On the basis of morphology, we initially considered Obliquifusoideum as a member of Annulatascales due to its black ascomata with a lateral neck which is oblique or horizontal to the host substrate, hypha-like paraphyses with tapering apex, cylindrical asci with a distinct, refractive apical ring, and fusoid, hyaline ascospores. It is of interest, however, that Obliquifusoideum clusters in Savoryellomycetidae with relationships to Pleurotheciales and Savoryellales, which is distant from Annulatascales and annulatascales-like taxa in Diaporthomycetidae (Figure 2). It is not unexpected that Obliquifusoideum with annulatascales-like morphology can be discovered in another subclass Savoryellomycetidae as Annulatascales is commonly recognized to be polyphyletic and the species are often encountered from freshwater habitats [53,54]. It is reasonable that Obliquifusoideum is placed in Savoryellomycetidae due to its dark ascomata with an oblique or horizontal neck, and phragmoseptate conidia which are the sexual features of the other two members Pleurotheciales and Savoryellales.

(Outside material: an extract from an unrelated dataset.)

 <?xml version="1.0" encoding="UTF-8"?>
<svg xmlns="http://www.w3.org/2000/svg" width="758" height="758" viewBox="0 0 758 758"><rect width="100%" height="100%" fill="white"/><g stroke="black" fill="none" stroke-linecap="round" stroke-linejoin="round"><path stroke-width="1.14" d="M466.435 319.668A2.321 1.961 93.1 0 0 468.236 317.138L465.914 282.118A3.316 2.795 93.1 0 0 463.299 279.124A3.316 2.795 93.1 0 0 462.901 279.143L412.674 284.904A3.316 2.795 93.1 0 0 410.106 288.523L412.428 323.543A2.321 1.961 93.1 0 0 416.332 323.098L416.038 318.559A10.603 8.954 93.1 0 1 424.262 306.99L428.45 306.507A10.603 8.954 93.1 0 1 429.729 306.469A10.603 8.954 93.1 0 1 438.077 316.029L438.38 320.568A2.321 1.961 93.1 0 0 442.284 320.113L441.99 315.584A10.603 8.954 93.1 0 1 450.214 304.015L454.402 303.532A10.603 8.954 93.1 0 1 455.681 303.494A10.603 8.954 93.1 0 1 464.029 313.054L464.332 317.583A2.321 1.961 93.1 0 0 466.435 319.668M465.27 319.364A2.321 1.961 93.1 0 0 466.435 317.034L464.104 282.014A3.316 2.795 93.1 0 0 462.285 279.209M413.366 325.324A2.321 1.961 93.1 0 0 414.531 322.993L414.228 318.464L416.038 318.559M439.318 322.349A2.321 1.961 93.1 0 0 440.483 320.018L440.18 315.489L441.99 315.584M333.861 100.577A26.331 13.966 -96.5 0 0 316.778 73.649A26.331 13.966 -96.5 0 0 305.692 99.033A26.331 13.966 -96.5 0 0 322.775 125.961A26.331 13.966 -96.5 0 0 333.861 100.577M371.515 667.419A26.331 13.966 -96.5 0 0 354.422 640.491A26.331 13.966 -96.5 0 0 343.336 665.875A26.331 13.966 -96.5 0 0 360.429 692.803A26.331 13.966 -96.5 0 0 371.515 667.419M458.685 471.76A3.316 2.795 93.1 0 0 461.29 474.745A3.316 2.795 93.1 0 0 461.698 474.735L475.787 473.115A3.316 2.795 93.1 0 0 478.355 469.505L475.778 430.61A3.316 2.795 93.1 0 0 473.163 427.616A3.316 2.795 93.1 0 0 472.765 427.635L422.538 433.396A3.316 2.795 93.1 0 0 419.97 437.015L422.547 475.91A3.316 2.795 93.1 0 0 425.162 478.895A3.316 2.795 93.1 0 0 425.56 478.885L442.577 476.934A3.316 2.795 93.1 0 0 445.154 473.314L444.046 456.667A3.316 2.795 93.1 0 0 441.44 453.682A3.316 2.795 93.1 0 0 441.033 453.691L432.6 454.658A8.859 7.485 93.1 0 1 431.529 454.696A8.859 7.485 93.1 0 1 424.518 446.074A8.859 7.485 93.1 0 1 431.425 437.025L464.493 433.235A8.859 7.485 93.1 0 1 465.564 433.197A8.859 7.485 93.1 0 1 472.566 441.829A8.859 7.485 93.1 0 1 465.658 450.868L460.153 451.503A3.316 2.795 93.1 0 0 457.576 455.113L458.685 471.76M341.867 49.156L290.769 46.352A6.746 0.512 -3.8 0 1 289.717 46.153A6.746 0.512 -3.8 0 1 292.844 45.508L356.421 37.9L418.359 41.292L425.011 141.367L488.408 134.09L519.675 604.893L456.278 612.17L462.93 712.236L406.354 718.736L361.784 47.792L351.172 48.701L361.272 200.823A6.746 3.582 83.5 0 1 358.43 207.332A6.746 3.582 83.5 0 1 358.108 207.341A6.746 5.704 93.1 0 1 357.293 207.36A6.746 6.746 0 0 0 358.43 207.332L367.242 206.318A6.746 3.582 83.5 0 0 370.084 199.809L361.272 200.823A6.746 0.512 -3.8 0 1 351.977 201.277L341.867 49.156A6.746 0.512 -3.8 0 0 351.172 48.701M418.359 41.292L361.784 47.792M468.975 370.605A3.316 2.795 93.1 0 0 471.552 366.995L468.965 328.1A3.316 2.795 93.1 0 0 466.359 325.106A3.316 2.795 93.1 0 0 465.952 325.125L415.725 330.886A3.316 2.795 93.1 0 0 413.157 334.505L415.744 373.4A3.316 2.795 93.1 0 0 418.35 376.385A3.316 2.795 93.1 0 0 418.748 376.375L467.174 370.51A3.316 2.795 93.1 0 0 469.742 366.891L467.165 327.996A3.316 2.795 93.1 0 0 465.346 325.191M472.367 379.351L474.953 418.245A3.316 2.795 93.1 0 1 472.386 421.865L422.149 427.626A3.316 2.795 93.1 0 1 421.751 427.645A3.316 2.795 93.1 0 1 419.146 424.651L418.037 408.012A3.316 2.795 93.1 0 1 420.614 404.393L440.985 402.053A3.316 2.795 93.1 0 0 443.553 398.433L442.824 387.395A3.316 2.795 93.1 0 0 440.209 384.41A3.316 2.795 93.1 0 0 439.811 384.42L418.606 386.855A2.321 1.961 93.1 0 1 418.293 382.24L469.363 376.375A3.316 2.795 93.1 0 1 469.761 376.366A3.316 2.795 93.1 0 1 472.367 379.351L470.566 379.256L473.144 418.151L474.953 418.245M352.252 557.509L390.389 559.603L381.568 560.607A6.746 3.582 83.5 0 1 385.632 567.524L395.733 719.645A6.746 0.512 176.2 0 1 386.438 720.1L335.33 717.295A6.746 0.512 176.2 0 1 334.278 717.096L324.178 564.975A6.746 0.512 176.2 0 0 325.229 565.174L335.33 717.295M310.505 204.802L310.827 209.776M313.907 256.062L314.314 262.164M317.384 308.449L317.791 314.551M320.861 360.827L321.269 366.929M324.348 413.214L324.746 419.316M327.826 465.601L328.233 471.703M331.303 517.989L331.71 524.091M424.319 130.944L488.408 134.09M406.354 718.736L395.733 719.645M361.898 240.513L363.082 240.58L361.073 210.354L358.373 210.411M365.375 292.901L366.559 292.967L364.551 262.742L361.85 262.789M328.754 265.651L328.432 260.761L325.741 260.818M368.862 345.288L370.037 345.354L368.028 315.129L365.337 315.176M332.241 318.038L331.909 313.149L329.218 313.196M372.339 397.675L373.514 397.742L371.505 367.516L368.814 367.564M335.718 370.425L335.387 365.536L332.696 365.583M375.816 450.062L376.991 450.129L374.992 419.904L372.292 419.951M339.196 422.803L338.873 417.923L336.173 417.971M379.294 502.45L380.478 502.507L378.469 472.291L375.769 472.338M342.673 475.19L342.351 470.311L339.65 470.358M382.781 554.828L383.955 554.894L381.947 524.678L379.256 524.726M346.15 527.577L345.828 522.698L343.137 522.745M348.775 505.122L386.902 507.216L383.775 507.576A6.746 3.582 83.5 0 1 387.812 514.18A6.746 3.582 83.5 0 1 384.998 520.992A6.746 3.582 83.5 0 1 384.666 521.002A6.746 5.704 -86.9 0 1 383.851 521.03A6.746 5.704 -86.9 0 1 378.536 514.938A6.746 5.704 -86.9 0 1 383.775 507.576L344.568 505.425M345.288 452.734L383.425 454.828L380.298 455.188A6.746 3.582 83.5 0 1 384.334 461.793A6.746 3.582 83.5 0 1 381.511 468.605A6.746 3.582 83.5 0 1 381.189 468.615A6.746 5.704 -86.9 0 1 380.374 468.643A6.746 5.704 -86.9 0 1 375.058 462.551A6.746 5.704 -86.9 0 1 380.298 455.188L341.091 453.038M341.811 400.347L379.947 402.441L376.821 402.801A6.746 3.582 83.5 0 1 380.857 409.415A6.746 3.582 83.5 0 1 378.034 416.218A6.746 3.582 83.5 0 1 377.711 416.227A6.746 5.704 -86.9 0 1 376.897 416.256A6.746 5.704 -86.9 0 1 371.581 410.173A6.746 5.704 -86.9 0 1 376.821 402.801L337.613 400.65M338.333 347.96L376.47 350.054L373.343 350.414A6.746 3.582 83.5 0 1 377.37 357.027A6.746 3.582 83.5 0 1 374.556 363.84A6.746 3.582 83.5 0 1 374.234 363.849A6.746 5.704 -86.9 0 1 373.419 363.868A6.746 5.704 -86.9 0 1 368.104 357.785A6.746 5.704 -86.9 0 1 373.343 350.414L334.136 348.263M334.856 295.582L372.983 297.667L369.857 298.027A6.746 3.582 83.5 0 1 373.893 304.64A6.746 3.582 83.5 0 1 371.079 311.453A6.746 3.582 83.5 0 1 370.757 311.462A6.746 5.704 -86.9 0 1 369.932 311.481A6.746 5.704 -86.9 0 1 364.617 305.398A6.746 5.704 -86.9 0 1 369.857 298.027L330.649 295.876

DNA-based phylogeny has helped to provide better insights into the taxonomy of Pleurotheciales and a recommendation of species boundaries was established [55], leading to recent classification updates. Rhexoacrodictys, which was treated as a genus in Savoryellales by Xia et al. [56], was accepted in Pleurotheciales in a later phylogenetic study [6]. Our phylogenetic results corroborate those of Luo et al. [6], and our new genus Saprodesmium forms a well-supported lineage basal to Rhexoacrodictys in Pleurotheciales (Figure 1). The BlastN search of Saprodesmium using SSU sequence in NCBIs GenBank reveals a high similarity (99.49%) with a hyphomycetous species Dematipyriforma aquilaria. Dematipyriforma, typified by D. aquilaria, was isolated as an endophyte from the trunk of Aquilaria crassna, producing dark muriform conidia [43]. Dematipyriforma was placed in Savoryellales in the phylogenetic tree of Sun et al. [43], however, they did not include other related orders (Conioscyphales, Fuscosporellales and Pleurotheciales) in Savoryellomycetidae. Our multi-locus phylogeny places Dematipyriforma as a sister genus to Rhexoacrodictys and Saprodesmium with good bootstrap support in Pleurotheciales (99% ML BS/1.00 BI PP, Figure 1). On the other hand, the muriform conidia of Dematipyriforma are similar to Neomonodictys in Pleurotheciales. According to this morphological trait and phylogenetic result, we accept Dematipyriforma in Pleurotheciales. Besides saprobes and few opportunistic human pathogens, Dematipyriforma is the only presently known endophytic genus in the order, which increases our understanding of different life modes of Pleurotheciales.

Freshwater fungi are a unique group of organisms with a special ability to survive and grow on submerged wood in water by producing soft rot cavities [57,58]. There is very little overlap between the fungi growing on wood submerged in freshwater and those on adjacent stream sides [59,60]. Thus, we are continually finding novel taxa from this unique habitat and since streams are often disparate elements, we are likely to discover many more which will improve our understanding of fungal classification [61]. Freshwater appears to be an ecologically important niche for species in Pleurotheciales [62]. Almost all Pleurotheciella species were collected from freshwater [3,4,6,9,10,13], as well as some species from Helicoascotaiwania, Phaeoisaria, Pleurothecium and Sterigmatobotrys [6,10,12,15,63].